A report published today concludes that speedy and collaborative action is key to adapting to climate change.
The report summarises the findings of an international events series hosted by UK Research and Innovation (UKRI) last year in the run up to the COP26 climate change conference in Glasgow.
The COP26 ‘adaptation and resilience events series’ showcased collaborative, locally-led, and globally relevant research aligned to the UK COP26 presidency’s adaptation loss and damage theme.
It focused on how we can respond to and prepare for the impacts of climate change in a wide range of locations across the globe.
International participants, comprising governments and policy makers, funders, businesses, and researchers from a range of disciplines concluded that:
- there is an urgent need to accelerate more ambitious and coordinated climate adaptation action
- strengthening links between adaptation research, policy and practice and facilitating cross-stakeholder dialogue is key for driving research into action
- innovative and accessible finance is required from both the public and private sectors to support adaptation at a range of scales
- reducing the impact of climate change on biodiversity and local ecosystems can enhance the ability of local communities to adapt
- learning from responses to the COVID-19 outbreak around the scale and speed of global research collaboration and coordination achievable would support the response to climate change.
18 events, 12 partner countries
Eighteen events were co-hosted with 12 partner countries and international research teams.
The events highlighted the importance of taking multidisciplinary approaches to future climate adaptation research and ensuring equitable research partnerships.
Embedding local knowledge throughout the research and enabling co-design of solutions by local stakeholders from a range of sectors is fundamental to achieving effective and inclusive adaptation.
Monitoring, evaluation, and data sharing, with input from local communities were also cited as crucial for assessing the success of climate adaptation interventions.
The launch event took place in the UK in June 2021, with nine subsequent events co-hosted by partners across:
- Latin America and in Chile
A further nine thematically-focused events were organised by the research community, covering topics such as:
- ocean and insect resilience
- the impact of climate change on human health.

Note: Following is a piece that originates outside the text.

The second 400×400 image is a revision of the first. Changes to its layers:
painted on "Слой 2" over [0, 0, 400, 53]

Turning commitments into action
Dr Sarah Webb, Associate Director, International at the Natural Environment Research Council, part of UKRI, said:
This events series has made a significant contribution to our understanding of the challenges of adapting to climate change.
It recommends a way ahead to help governments worldwide turn COP26 commitments into action.

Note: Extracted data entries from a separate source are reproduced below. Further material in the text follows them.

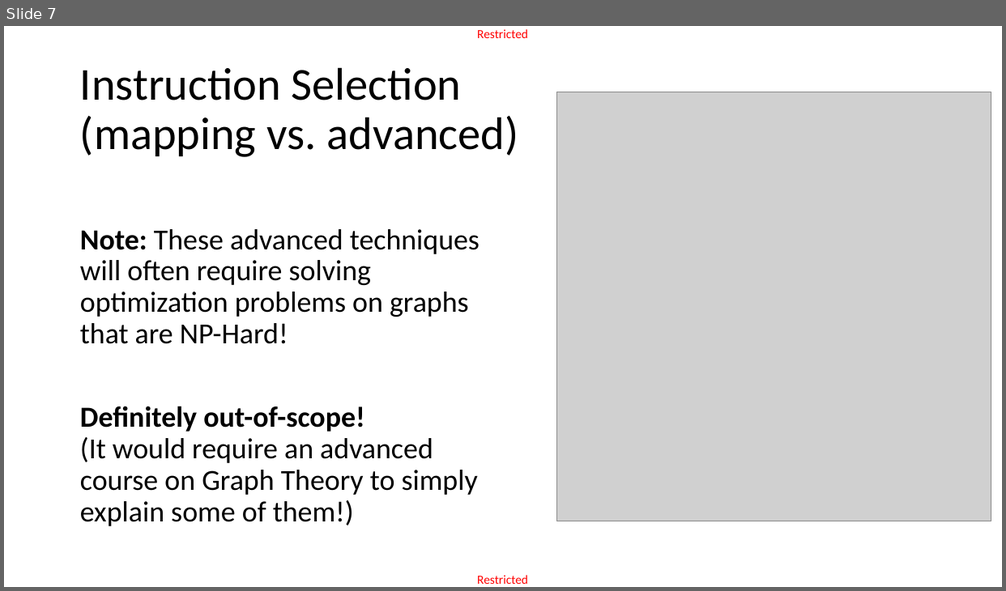
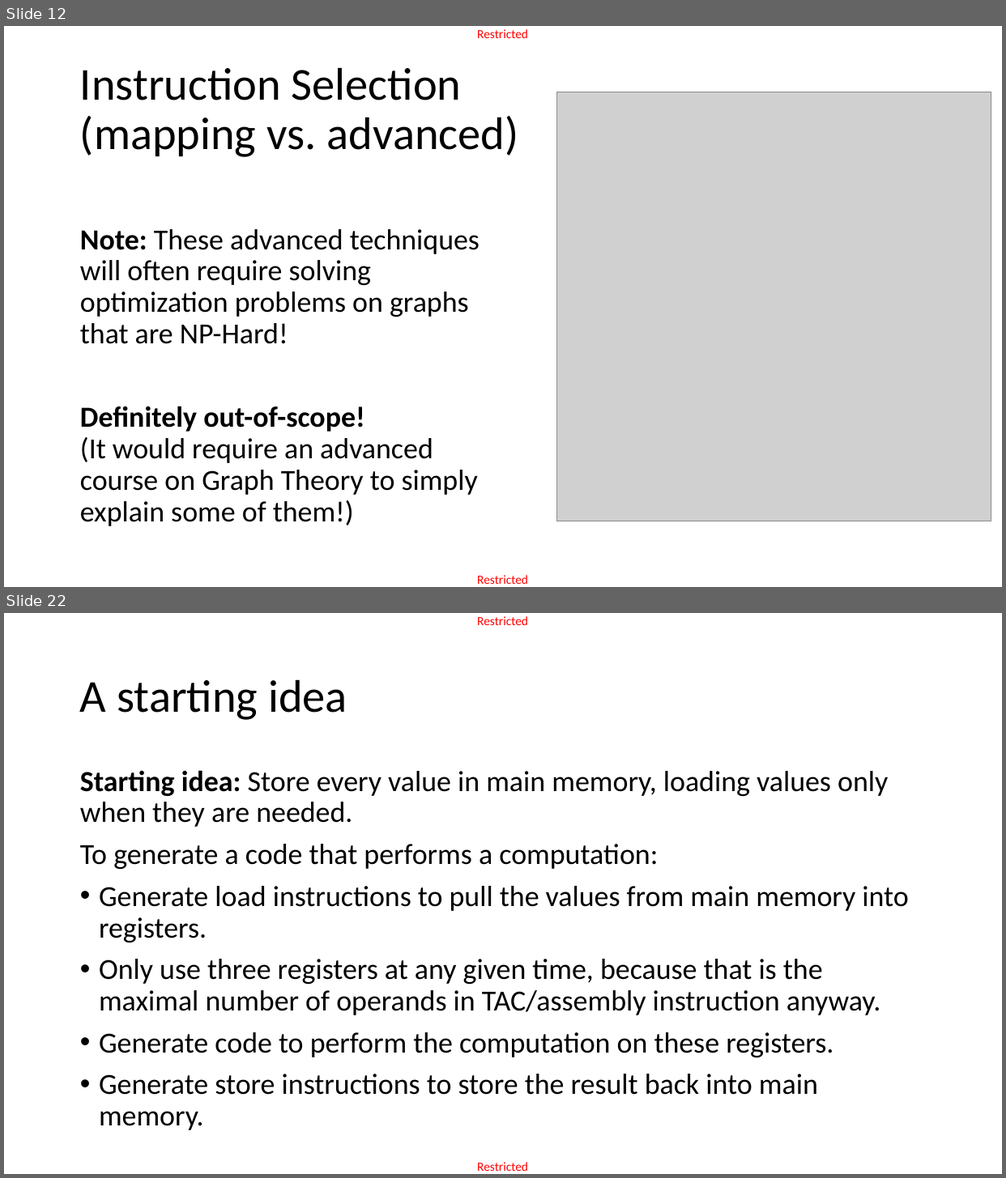
Before and after one commit to matthieudemari/SUTD_PLC_50_051, a slide deck: W13/W13S2/W13S2.pptx. Shown one above the other, each under a label of ours: slide 7 before the commit, slides 12 and 22 after it; the slides between them are not shown. The pictures are 1006x591 and 1006x1178 pixels, drawn with LibreOffice and Linux fonts; fonts in the diff are those of the drawing; grey boxes stand for pictures. Boxes give left, top, right and bottom in pixels: in the first picture for what was removed or moved away, otherwise in the second. Text is boxed around its words. In the diff, an @@ line names an element or a change of style, - is before the commit and + after.

```diff
--- a/W13/W13S2/W13S2.pptx
+++ b/W13/W13S2/W13S2.pptx
@@ slide 22 added at box(4, 613, 1002, 1174), background #FFFFFF; not listed: 2 template elements that a slide beside it also shows @@
@@ title added at box(80, 679, 347, 720), 44 pt, text #000000 @@
+A starting idea
@@ text added at box(80, 770, 908, 1131), 28 pt, text #000000 @@
+Starting idea: Store every value in main memory, loading values only when they are needed.
+To generate a code that performs a computation:
+• Generate load instructions to pull the values from main memory into registers.
+• Only use three registers at any given time, because that is the maximal number of operands in TAC/assembly instruction anyway.
+• Generate code to perform the computation on these registers.
+• Generate store instructions to store the result back into main memory.
@@ what was slide 7 is now slide 12 @@
```
Also in this commit, not shown: 3 slides changed, 54 other slides added, 5 slides removed.

There is a clear role for UKRI to meet demand for relevant, accessible climate adaptation data and evidence.
We are also embedding adaptation, collaboration and equity across all our research.
Read the report: UKRI report outlines key priorities for climate change adaptation
Watch our compilation video to view highlights from the events series.
Collaborative climate adaptation research
UKRI is working with other UK and international government bodies to drive forwards interdisciplinary, international and cross-stakeholder collaborative climate adaptation research through a wide variety of programmes, such as:
- UKRI-Foreign, Commonwealth and Development Office Future Climate for Africa programme
- UKRI-Met Office UK Climate Resilience Programme.
The UK Collaborative for Development Research (UKCDR) recently reviewed UK-funded research on climate change and international development.
The review highlighted the crucial role of funders in enabling impact and recommended improvements in aligning research to local contexts and in the sustainability of the funding cycle.
UKCDR have also developed the Equitable Partnerships Resource Hub which brings together relevant tools, guidance and resources from global partners focused on ensuring equity in international research partnerships.
Briefings for policymakers
The Royal Society has produced a series of briefings for policymakers on key science and technology areas for accelerating global progress towards ‘net zero’ and increased resilience to climate change.
Adaptation Research Alliance
A bold new coalition of global adaptation actors has been created, the Adaptation Research Alliance (ARA).
ARA will catalyse and scale investment in action-oriented research and innovation for adaptation that strengthens resilience in communities most vulnerable to climate change.
Advance of COP26
A significant advance of COP26 was in adaptation and resilience gaining high-level political traction, support, and recognition, with many countries announcing allocations to the Adaptation Fund and the Least Developed Countries Fund.
Glasgow climate pact
Consensus amongst world leaders on urgently accelerating climate action is growing, with nearly 200 countries having agreed the Glasgow climate pact (PDF, 7.55MB) and outstanding elements of the Paris Agreement at COP26.